The thing tearing the girls up like confetti streamers had mouths all over. Three mouths on the front of its face, two on either side of its head. Mouths. Mouths. Mouths chewing bloody, screaming flesh. Viscera dangling from the bloodstained, needle sharp teeth. All of them, looking at me with their dulled, shady eyes. Erica walked right past me and through the carnage without ever knowing it. The thing glowered at me, knowing I could see it and I wondered for the first time, what do ghosts see when they see me?
“Place like this, got to be spook to live in?” I asked, hugging the wall, giving the mouthy monster its space to tear apart the girls. There was nothing I could do for them and I had a suspicion that it would be over with soon enough.
“Yeah. Sometimes. I hate being alone here like this.” Erica said, opening a thin, wooden door garnished with a sign reading, “The Spell Room”.
“Have any ghost stories?” I knew she did. I could see them, dying their invisible deaths and being feasted upon. That sort of thing didn’t go completely unnoticed. All the girls’ eyes were still locked on me and I knew it was because they knew I could see them. They might have something to say. No, they definitely would. Tell my mother this. Say my body is there. Requests that would only call negative attention to me. But still, they might have information with having.

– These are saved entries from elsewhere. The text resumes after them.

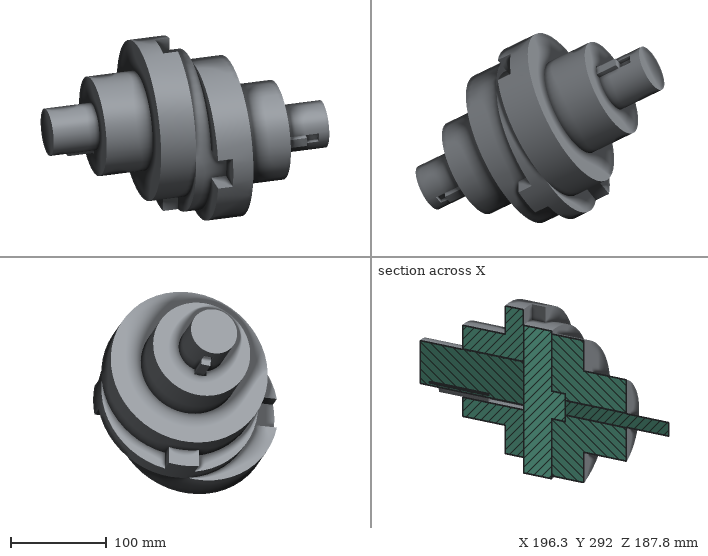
import cadquery as cq


shaft_diameter = 50.0
hub_diameter = 105.0
flange_diameter = 170.0

plate_thickness = 17.0
flange_thickness = 38.0
hub_length = 50.0
shaft_overhang = 49.5
hub_end = flange_thickness + hub_length

tongue_width = 32.5
tongue_height = 16.0

rear_offset_x = 26.3
front_offset_z = 17.8

key_width = 10.0
key_height = 10.0
key_protrusion = 5.0
key_length = 58.5
front_key_overhang = 28.0
rear_key_overhang = 24.0
keyway_overhang = 38.5
shaft_turn = 6.2
key_outer_radius = shaft_diameter / 2 + key_protrusion
key_inner_radius = key_outer_radius - key_height


def rod(diameter, start, end):
    """Cylinder on the Y axis between two Y positions."""
    return (
        cq.Workplane("XZ", origin=(0, start, 0))
        .circle(diameter / 2)
        .extrude(start - end)
    )


def key_bar(start, end):
    """Rectangular bar on the +X side of the shaft, shared by the keys and keyways."""
    return cq.Workplane("XY").box(
        key_height, end - start, key_width, centered=(False, False, True)
    ).translate((key_inner_radius, start, 0))


def tongue_bar():
    """Bar along X, long enough to cross the whole flange, standing on the Y = 0 plane."""
    return cq.Workplane("XY").box(
        flange_diameter, tongue_height, tongue_width, centered=(True, False, True)
    )


def make_hub():
    body = rod(flange_diameter, 0, flange_thickness)
    body = body.union(rod(hub_diameter, flange_thickness, hub_end))
    body = body.cut(rod(shaft_diameter, 0, hub_end))
    body = body.cut(tongue_bar())
    return body.cut(key_bar(0, hub_end))


def make_shaft(key_overhang):
    keyway_start = hub_end + key_overhang - key_length
    body = rod(shaft_diameter, tongue_height, hub_end + shaft_overhang)
    return body.cut(key_bar(keyway_start, hub_end + keyway_overhang))


def make_key(key_overhang):
    key_end = hub_end + key_overhang
    return key_bar(key_end - key_length, key_end)


def place_rear(body, turn=0):
    """Keep the body facing +Y with its key at +X, turned towards -Z by the given angle."""
    turned = body.rotate((0, 0, 0), (0, 1, 0), turn)
    return turned.translate((rear_offset_x, plate_thickness / 2, 0))


def place_front(body, turn=0):
    """Face the body towards -Y with its key at -Z, turned towards -X by the given angle."""
    faced = body.rotate((0, 0, 0), (0, 0, 1), 180)
    faced = faced.rotate((0, 0, 0), (0, 1, 0), turn - 90)
    return faced.translate((0, -plate_thickness / 2, front_offset_z))


def make_disc():
    """Round plate with a tongue along X at the rear and a tongue along Z at the front."""
    half_plate = plate_thickness / 2
    half_disc = half_plate + tongue_height
    rear_tongue = tongue_bar().translate((0, half_plate, 0))
    front_tongue = rear_tongue.rotate((0, 0, 0), (0, 0, 1), 180).rotate((0, 0, 0), (0, 1, 0), 90)
    tongues = rear_tongue.union(front_tongue)
    round_tongues = tongues.intersect(rod(flange_diameter, -half_disc, half_disc))
    return rod(flange_diameter, -half_plate, half_plate).union(round_tongues)


disc = make_disc()

rear_shaft = place_rear(make_shaft(rear_key_overhang), shaft_turn)
rear_key = place_rear(make_key(rear_key_overhang), shaft_turn)
rear_hub = place_rear(make_hub()).cut(rear_key)

front_shaft = place_front(make_shaft(front_key_overhang), shaft_turn)
front_key = place_front(make_key(front_key_overhang), shaft_turn)
front_hub = place_front(make_hub()).cut(front_key)

result = cq.Compound.makeCompound([
    disc.val(),
    rear_hub.val(),
    rear_shaft.val(),
    rear_key.val(),
    front_hub.val(),
    front_shaft.val(),
    front_key.val(),
])

“Yeah. You can help screams in the night. Somewhere in the trees. Tiffany says ‘its probably animals,’ but its year round. What animals are out year round and cry like women?” Coyotes, possibly. Their yowls sound like women screaming, although they aren’t year round. It might be worthy investigating and less intrusive than making up a reason to be in their living room alone.
“You don’t see.”
“Yeah. A lot of girls went missing. I’m betting that one of them is trying to contact the world of the living.” She spilled down into the basement and I followed into the shadows. The slaughter had ended and the girls were left scattered across the floor. The thing with the mouth sulked away and through the wall. Even there, while I descended, the girls began to reassemble. It happened again and again, slaughtered forever. Forever in bloody terror.